Paul reconoció no haber estado satisfecho con su trabajo en otras partes del papel; o con la
apariencia de Yago en su espejo. Y finalmente, que trató de reproducir la apariencia de alguien a
quien él conocía, cuyo aspecto podía tomarse por un buen ejemplo de maldad y disimulo.
—¿Y usted creyó poder adaptar el aspecto de esa persona a sus propios fines? —inquirió
Tortsov.
—Sí —asintió Paul.
—Bien, ¿entonces qué hacia usted con sus propias cualidades?
—A decir verdad, simplemente quise tomar el aspecto exterior de mi conocido —confesó Paul
con franqueza.
—Ese fue un gran error —replicó Tortsov—. En este punto usted llegaba a hacer una pura
imitación, que nada tiene que ver con la creación.
—¿Qué debí hacer entonces? —preguntó Paul.
—Debió, primero, asimilar el modelo.

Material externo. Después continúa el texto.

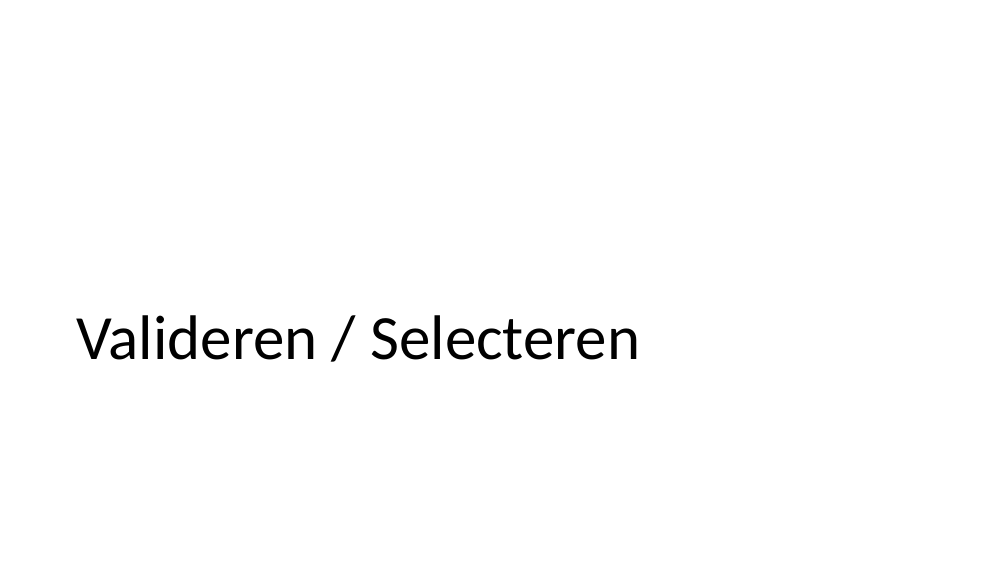
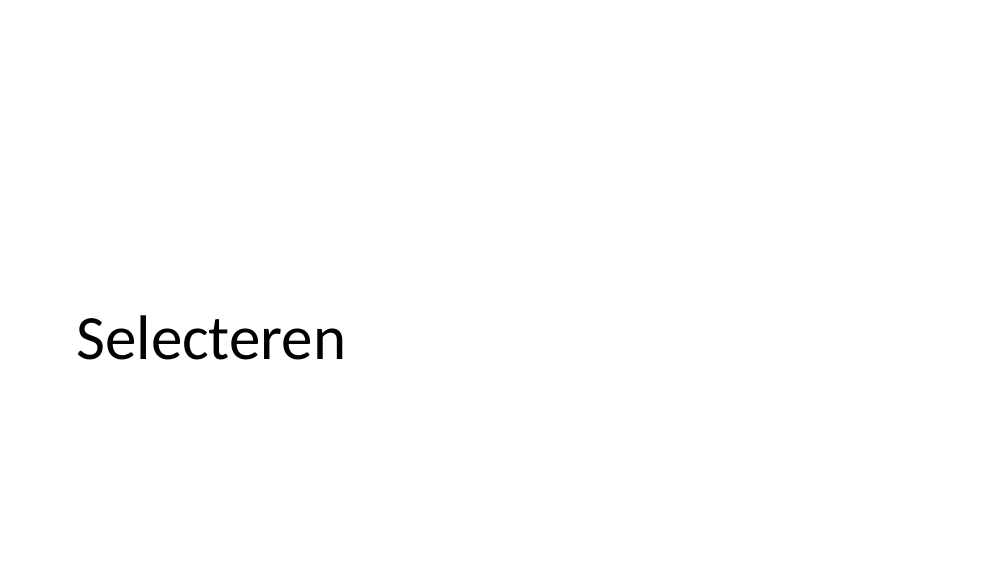
Before and after one commit to LFKoning/knowledge-sharing, a slide deck: slide 30 of python_trainees/4_scikit_learn/python_traineeship_4.pptx (slide 28 before the commit). Drawn at 1008x567 pixels with LibreOffice and Linux fonts; fonts in the diff are those of the drawing. Boxes give left, top, right and bottom in pixels: in the first picture for what was removed or moved away, otherwise in the second. Text is boxed around its words. In the diff, an @@ line names an element or a change of style, - is before the commit and + after.

```diff
--- a/python_trainees/4_scikit_learn/python_traineeship_4.pptx
+++ b/python_trainees/4_scikit_learn/python_traineeship_4.pptx
@@ title at (x1=76, y1=315, x2=346, y2=360): text changed @@
-Valideren / Selecteren
+Selecteren
```
Also in this commit, not shown: 13 other slides changed, 4 slides added, 1 slide removed, 8 other files.

Eso es complicado. Hay que estudiarlo desde diversos
puntos de vista: la época, el tiempo, el país, condiciones de vida, antecedentes, literatura,
psicología, el alma misma, manera de vivir, posición social, y apariencia externa; más aún:
carácter tanto como modales, manera de vestir, modo de moverse, de hablar, la voz y sus
entonaciones. Todo este trabajo, como material, le ayudará, compenetrándolo con sus propios
sentimientos. Sin todo esto, no habrá arte en su labor.

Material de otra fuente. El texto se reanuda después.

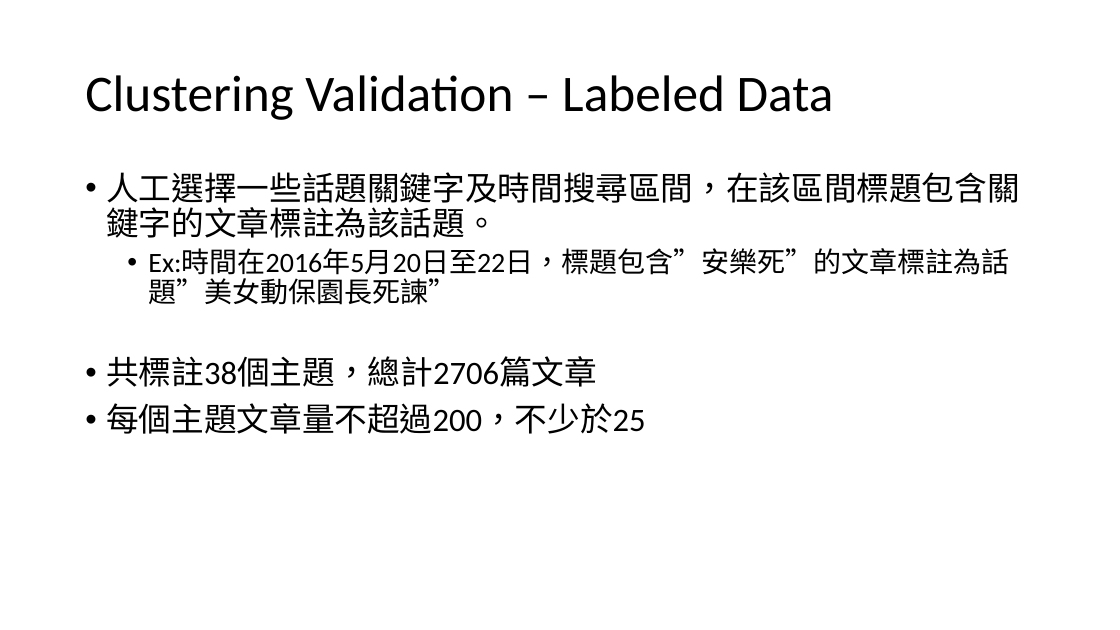
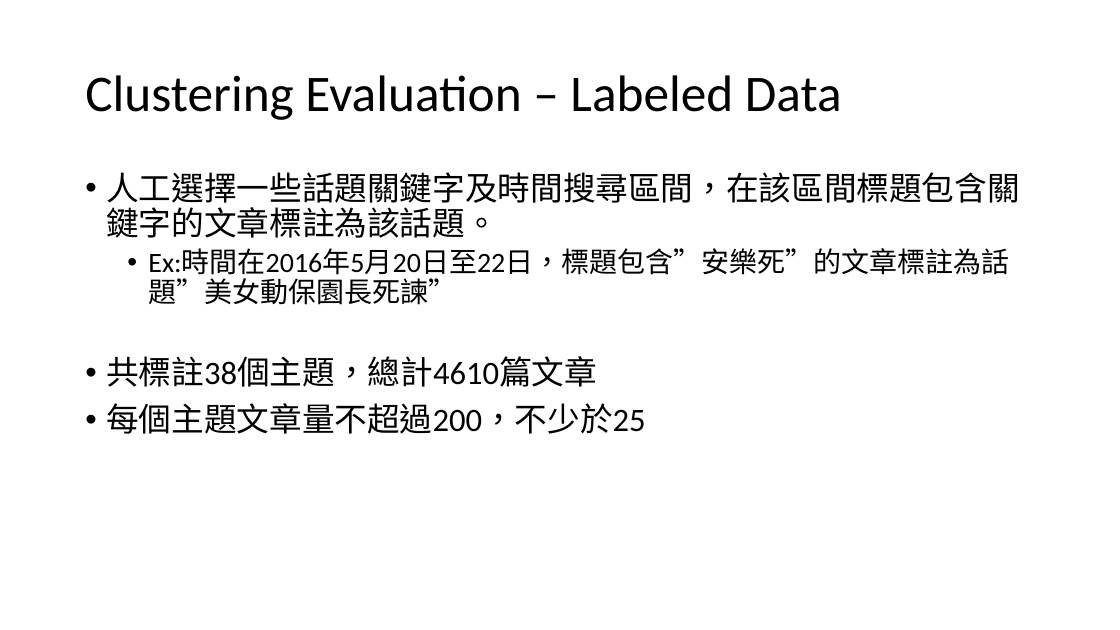
Before and after one commit to ZhongTing/HotTopicDetection, a slide deck: slide 24 of Hot-Topic-Detection.pptx (slide 19 before the commit). Drawn at 1120x630 pixels with LibreOffice and Linux fonts; fonts in the diff are those of the drawing. Boxes give left, top, right and bottom in pixels: in the first picture for what was removed or moved away, otherwise in the second. Text is boxed around its words. In the diff, an @@ line names an element or a change of style, - is before the commit and + after.

```diff
--- a/Hot-Topic-Detection.pptx
+++ b/Hot-Topic-Detection.pptx
@@ title at box(85, 75, 842, 120): text changed @@
-Clustering Validation – Labeled Data
+Clustering Evaluation – Labeled Data
@@ text at box(106, 356, 597, 387): text changed @@
-• 共標註38個主題，總計2706篇文章
+• 共標註38個主題，總計4610篇文章
```
Also in this commit, not shown: 10 other slides changed, 24 slides added, 3 slides removed, 12 other files.

“Cuando, de este material emerge una viva imagen del personaje, el artista de la escuela de
representación transfiere aquélla a sí mismo. Esta labor queda concretamente descrita por uno
de los más notables representantes de esta escuela, el famoso actor francés Coquelin el viejo:
“El actor crea su modelo en la imaginación, y luego, como hace el pintor, toma cada rasgo de
ése y lo reproduce en si mismo, como aquél en la tela... Toma el traje de Tartufo y se lo pone,
nota su porte, su manera de andar, y los imita; su fisonomía la adapta a la propia, adapta a ella
su propio rostro. Habla con la misma voz con la que ha oído hablar a Tartufo; y hace, debe hacer
que esta persona a la que se adapta, se mueva, camine, gesticule, escuche y piense como
Tartufo. En otras palabras, transforma su alma en la de aquél. Listo el retrato, sólo necesita

marco, esto es, llevarlo a escena. Y, entonces, el público dirá: “Ese es Tartufo”, o “El actor no ha
hecho un buen trabajo”.
—Pero todo eso es terriblemente difícil y complicado —opuse, convencido.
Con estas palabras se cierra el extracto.